┌─ PROVIDED INFORMATION

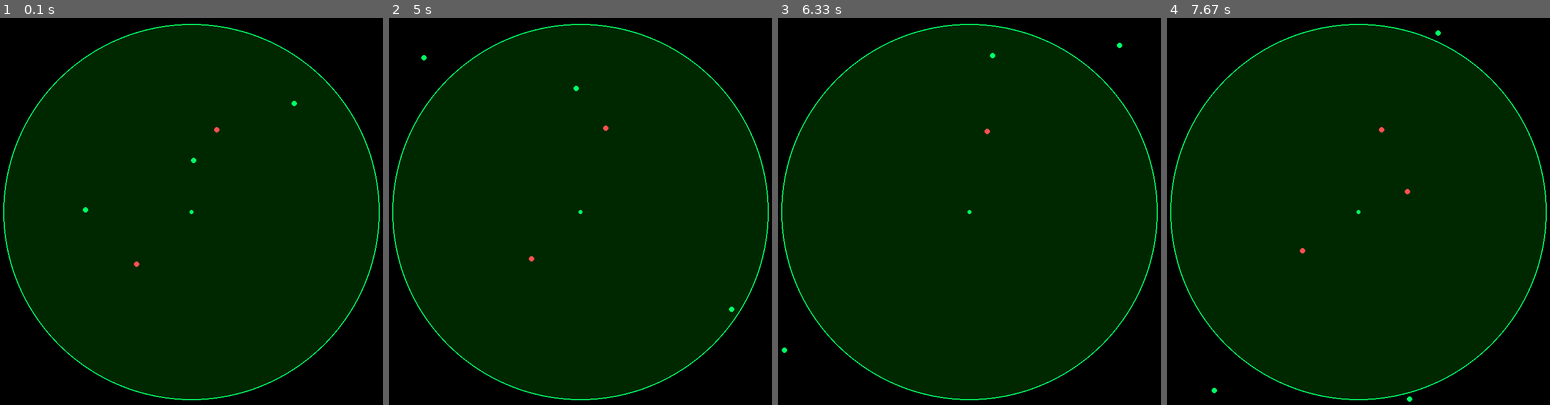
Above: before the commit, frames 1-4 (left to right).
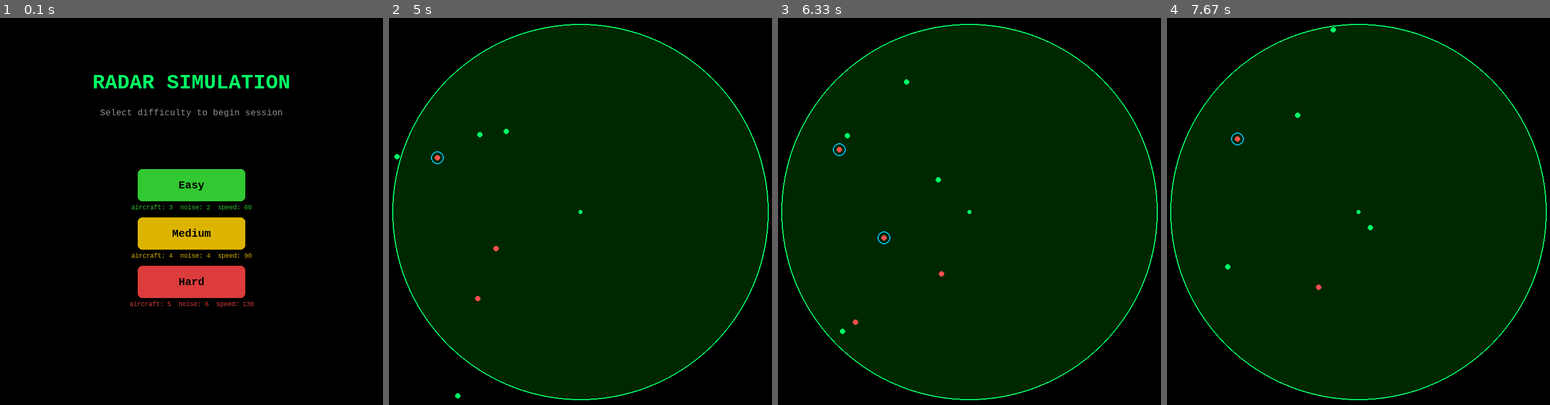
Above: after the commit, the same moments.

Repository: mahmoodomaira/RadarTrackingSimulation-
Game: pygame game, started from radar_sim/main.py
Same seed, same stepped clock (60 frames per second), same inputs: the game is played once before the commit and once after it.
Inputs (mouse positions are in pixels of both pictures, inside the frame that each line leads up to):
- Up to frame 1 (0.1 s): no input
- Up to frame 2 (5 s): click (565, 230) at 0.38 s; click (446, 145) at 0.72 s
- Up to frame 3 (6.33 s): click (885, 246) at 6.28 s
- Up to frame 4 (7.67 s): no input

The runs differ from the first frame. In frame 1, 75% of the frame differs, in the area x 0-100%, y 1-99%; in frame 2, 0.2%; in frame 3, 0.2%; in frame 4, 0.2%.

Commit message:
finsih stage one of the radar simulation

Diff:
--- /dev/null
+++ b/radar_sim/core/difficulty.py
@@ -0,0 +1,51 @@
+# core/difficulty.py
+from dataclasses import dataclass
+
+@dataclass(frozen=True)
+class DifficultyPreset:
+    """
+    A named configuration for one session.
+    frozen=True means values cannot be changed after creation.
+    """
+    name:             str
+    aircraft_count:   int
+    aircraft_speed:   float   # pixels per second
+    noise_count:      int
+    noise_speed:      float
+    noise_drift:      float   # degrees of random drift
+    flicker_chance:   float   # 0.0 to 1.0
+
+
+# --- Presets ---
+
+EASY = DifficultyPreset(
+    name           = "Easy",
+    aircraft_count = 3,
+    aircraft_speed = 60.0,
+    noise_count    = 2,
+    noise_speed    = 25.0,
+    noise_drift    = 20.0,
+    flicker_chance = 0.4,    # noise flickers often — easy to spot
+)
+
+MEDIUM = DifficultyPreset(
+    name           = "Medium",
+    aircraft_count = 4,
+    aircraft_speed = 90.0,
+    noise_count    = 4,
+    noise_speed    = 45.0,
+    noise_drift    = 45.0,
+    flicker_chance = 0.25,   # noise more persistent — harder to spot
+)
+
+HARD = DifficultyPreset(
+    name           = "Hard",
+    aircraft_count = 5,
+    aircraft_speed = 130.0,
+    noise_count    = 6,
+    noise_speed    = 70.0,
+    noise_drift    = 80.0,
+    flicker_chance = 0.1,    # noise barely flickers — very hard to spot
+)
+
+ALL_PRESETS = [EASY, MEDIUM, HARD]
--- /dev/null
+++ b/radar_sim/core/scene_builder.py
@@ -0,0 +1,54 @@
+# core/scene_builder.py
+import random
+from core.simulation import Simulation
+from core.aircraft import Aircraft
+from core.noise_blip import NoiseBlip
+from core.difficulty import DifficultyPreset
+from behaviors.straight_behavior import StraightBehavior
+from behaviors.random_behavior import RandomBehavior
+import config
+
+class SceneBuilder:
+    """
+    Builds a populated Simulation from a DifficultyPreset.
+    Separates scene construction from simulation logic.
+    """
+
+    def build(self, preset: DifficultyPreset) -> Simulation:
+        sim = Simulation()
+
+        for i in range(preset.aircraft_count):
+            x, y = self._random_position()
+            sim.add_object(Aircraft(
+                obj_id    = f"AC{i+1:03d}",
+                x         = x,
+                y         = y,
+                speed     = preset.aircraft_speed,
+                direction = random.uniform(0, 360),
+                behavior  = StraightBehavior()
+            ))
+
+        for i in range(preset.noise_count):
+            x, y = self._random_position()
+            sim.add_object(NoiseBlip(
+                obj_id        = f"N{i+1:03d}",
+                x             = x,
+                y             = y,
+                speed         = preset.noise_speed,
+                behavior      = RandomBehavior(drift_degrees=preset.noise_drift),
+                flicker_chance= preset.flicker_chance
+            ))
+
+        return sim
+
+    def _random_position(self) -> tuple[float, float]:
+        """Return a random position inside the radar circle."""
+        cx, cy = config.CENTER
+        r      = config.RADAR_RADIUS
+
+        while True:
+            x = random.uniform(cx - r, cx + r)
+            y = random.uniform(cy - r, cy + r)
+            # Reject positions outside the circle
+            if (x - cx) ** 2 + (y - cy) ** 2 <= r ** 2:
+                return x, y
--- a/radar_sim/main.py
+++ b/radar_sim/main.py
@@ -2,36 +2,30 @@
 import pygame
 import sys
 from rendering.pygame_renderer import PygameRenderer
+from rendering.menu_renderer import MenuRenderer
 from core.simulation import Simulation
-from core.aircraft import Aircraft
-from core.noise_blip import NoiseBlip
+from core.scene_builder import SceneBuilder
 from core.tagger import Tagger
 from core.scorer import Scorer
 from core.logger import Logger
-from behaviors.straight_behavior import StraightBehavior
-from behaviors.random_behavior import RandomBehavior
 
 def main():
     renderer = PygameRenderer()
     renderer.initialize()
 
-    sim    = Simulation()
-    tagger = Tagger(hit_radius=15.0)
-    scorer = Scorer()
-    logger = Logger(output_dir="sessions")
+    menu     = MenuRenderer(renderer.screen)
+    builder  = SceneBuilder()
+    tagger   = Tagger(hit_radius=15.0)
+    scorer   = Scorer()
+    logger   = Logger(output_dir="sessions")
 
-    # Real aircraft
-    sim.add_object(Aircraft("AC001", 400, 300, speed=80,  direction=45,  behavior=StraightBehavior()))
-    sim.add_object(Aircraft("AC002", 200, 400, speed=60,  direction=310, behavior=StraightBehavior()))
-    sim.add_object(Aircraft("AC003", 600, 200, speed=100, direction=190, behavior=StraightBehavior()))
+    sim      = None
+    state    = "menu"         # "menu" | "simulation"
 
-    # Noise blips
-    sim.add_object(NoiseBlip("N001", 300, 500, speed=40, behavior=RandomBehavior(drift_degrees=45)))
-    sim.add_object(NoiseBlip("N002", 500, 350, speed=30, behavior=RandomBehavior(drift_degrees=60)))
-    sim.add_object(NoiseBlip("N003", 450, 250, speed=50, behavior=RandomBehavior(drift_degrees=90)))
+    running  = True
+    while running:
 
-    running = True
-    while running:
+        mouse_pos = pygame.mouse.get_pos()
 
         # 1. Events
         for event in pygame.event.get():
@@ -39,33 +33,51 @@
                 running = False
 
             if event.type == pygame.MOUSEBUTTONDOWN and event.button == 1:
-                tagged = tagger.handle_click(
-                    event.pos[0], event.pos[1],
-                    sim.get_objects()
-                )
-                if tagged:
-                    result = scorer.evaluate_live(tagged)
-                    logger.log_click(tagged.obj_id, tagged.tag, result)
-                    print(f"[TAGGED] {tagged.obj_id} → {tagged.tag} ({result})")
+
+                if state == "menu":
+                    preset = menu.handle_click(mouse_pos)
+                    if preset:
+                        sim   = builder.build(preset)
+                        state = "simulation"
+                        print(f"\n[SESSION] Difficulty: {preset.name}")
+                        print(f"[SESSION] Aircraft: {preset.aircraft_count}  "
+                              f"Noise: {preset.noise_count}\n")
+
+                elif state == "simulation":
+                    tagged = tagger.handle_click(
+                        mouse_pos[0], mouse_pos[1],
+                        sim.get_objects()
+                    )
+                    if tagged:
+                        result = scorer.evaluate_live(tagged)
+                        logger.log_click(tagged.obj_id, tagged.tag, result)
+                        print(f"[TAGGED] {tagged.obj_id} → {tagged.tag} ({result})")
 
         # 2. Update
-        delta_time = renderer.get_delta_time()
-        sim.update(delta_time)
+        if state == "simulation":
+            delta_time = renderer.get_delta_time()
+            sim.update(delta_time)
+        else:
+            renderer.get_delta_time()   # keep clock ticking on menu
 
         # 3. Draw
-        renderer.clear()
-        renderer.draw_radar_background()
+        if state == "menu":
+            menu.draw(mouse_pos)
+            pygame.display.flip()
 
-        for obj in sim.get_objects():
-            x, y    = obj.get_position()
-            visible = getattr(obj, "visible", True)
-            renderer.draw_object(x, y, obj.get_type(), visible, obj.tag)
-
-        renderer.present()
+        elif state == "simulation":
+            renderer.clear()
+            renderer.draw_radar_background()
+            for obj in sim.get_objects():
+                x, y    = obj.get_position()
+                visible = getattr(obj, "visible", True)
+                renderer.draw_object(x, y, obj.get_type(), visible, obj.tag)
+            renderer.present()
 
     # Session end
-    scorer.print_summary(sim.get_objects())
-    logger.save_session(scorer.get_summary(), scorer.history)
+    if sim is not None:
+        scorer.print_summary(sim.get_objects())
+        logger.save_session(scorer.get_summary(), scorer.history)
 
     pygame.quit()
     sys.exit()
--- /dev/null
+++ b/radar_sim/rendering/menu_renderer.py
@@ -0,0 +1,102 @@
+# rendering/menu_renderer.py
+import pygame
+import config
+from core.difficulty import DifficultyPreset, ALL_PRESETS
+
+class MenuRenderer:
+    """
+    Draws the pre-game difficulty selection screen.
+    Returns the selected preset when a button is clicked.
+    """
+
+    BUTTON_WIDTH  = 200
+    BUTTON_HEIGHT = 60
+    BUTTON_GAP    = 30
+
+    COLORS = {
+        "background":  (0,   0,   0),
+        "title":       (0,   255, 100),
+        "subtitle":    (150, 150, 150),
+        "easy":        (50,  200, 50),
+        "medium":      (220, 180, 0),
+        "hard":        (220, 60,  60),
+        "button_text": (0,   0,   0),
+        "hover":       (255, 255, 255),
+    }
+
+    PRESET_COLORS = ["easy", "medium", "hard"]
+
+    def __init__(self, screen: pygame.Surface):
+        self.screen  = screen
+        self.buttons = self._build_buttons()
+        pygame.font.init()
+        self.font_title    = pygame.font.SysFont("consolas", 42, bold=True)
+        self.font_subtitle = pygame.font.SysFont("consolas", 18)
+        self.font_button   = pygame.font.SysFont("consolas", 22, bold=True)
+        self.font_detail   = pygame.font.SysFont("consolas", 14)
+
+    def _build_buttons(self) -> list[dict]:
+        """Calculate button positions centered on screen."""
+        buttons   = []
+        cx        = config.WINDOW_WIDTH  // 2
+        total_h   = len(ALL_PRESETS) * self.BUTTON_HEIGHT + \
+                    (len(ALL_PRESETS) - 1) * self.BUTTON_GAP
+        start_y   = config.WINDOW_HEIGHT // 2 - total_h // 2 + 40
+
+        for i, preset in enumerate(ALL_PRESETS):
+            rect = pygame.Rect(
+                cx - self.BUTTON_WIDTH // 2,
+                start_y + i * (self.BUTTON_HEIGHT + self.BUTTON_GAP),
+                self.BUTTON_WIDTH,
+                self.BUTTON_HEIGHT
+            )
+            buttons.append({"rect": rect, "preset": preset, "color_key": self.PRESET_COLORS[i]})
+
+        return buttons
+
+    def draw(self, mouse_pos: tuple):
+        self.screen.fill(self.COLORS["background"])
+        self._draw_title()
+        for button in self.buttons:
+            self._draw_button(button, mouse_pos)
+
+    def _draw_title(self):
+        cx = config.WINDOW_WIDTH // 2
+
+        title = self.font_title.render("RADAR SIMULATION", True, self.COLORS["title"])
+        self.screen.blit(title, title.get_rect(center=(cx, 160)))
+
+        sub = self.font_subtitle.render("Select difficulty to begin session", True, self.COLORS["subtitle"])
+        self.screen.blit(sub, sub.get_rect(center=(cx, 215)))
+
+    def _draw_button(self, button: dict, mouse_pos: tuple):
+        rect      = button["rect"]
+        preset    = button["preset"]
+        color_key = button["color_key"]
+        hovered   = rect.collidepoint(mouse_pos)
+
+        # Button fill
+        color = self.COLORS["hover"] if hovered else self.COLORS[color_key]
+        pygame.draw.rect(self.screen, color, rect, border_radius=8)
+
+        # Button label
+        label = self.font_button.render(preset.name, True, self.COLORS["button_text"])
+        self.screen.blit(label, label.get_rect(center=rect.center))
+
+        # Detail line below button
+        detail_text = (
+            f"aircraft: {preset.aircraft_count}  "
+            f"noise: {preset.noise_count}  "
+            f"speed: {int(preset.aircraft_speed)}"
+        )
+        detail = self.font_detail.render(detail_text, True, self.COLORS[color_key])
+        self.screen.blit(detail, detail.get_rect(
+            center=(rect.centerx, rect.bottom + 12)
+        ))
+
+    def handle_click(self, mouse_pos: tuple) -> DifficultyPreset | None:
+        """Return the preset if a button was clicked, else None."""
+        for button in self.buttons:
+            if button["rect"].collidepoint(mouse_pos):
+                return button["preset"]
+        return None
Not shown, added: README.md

└─

### REQUIRED ACTION
Where a line of the data above includes "positions", copy that line.

### RESPONSE
Inputs (mouse positions are in pixels of both pictures, inside the frame that each line leads up to):
+            # Reject positions outside the circle
+        """Calculate button positions centered on screen."""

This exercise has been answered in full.